9. There is a political dimension to laughter, namely laughter as protest and resistance, disarming tyrant or terrorist with ecstatic power. “Laugh and fear not, creatures,” declares Aslan. “For jokes as well as justice come in with speech.” Humour has been particularly important in sustaining the children of Moses in the wilderness of oppression, not least in the face of Christian anti-semitism. Hence the extensive corpus of Jewish jokes about Christians, doleful and yearning, yet also acerbic. Like this one:
The priest says to the rabbi: “There are three things I can’t stand about you Jews: you wander about the synagogue, you pray noisily, and your funerals are chaotic.” The rabbi replies: “We wander about the synagogue because we feel at home there. We pray noisily because Yahweh is old and hard of hearing. And as for funerals, we too prefer the Christian ones.”
And there is the Jewish character, figure of fun, known as the schlemihl: a rather weak, inept, and vulnerable guy who takes on the chin whatever goys throw at him, who gets knocked down again and again, but who always gets up, dusts himself off, and gets on with life without a grumble. There is a Christian version of the schlemihl: his name is Charlie Brown.
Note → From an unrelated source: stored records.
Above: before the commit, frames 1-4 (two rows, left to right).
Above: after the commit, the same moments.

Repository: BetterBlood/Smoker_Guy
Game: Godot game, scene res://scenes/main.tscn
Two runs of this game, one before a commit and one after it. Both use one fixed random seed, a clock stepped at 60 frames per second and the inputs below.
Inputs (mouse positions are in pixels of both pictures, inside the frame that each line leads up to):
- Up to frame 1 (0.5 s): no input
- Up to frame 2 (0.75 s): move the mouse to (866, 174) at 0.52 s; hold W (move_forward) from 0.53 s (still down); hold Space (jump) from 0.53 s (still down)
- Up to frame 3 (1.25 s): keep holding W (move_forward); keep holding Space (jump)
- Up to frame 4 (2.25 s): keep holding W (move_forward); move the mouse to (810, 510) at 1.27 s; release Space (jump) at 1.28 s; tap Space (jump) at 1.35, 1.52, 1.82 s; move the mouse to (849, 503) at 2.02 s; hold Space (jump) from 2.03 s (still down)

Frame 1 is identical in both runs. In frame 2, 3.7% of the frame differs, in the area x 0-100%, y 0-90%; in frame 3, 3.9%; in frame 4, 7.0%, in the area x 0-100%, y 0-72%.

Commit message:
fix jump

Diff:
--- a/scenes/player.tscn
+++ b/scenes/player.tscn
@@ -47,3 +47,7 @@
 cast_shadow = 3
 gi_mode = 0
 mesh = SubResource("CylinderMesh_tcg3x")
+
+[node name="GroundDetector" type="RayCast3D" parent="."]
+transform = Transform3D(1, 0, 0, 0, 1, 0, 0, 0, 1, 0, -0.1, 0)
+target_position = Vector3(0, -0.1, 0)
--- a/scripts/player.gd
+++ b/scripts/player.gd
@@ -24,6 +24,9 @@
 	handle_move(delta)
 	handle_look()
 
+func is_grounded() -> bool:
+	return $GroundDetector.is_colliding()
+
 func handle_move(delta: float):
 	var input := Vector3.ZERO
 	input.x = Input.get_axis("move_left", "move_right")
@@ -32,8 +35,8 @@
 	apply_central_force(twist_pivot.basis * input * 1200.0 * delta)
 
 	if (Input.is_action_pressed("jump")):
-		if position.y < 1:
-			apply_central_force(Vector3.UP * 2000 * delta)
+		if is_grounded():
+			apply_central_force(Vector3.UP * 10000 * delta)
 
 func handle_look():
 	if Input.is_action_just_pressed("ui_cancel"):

In the schlemihl, laughter is not only polemical critique, it is also therapeutic self-critique lest the oppressed becomes an oppressor.
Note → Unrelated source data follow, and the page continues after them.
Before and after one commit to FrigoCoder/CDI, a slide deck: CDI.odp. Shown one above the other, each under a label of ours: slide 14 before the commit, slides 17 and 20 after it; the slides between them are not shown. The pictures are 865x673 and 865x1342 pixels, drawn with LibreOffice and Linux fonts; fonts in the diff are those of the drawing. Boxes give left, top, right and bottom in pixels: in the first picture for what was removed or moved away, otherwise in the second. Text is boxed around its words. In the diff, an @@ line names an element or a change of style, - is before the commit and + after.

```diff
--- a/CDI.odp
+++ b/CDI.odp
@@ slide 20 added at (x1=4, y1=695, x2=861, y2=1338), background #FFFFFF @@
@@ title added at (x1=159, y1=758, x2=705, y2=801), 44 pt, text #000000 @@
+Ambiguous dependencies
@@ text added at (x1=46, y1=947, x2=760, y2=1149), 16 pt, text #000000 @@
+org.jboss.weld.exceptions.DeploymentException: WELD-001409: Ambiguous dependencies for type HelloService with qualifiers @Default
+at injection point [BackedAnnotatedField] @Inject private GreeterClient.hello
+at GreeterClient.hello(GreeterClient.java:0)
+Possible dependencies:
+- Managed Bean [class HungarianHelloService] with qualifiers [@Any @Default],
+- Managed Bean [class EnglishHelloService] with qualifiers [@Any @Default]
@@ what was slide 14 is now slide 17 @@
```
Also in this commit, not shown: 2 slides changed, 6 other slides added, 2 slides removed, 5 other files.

10. Finally, the liturgical dimension of laughter: is there a place for laughter in worship? W. H. Auden suggested that “The world of laughter is much more closely related to the world of prayer than either is to the everyday secular world of work,” and Reinhold Niebuhr actually said that “Laughter is the beginning of prayer.” But Niebuhr also said that “there is faith and prayer, and no laughter, in the holy of holies.” So it’s okay to crack a joke in the pulpit perhaps, but not at the altar? But who has not laughed during the scrum that can be the passing of the peace? And if there are children at the table, well, as Art Linkletter famously put it on his American TV show, “Kids say the darndest things!” And although the eucharist as anamnesis of the meal “on the night he was betrayed” is certainly a solemn moment, does not the eu-charis-t as anticipation of the Messiah’s wedding feast invite making merry? Donald MacKinnon rightly pointed to the tragic elements in the Christian story, but his mentor Kierkegaard, depressive Dane that he was, called it “the most humorous point of view in the history of the world.”